___ Dataset content
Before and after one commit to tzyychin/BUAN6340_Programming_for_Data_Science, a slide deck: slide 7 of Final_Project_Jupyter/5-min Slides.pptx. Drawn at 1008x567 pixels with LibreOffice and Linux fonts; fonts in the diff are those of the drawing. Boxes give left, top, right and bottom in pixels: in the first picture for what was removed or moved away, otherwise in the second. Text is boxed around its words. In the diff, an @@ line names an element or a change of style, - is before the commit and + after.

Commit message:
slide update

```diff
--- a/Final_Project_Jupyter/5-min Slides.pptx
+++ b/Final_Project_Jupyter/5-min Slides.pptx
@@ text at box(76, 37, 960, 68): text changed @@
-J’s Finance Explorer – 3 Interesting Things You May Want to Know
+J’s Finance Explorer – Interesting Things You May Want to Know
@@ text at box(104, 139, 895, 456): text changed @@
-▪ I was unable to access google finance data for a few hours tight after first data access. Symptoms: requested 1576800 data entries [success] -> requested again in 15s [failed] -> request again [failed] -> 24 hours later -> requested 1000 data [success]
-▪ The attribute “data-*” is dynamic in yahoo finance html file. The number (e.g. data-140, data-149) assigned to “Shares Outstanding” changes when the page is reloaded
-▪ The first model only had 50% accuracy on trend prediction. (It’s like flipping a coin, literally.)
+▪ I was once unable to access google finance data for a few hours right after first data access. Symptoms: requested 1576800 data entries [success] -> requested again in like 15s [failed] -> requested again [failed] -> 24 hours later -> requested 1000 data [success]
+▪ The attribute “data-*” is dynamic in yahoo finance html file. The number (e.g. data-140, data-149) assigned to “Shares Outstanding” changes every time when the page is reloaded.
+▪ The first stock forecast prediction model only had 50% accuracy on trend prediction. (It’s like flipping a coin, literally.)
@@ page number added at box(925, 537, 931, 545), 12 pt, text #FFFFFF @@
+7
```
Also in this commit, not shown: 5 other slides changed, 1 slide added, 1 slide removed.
______
Task details: Line count for the string "changed": tally the lines of the records above that contain it and give only the result.

Expected answer: 3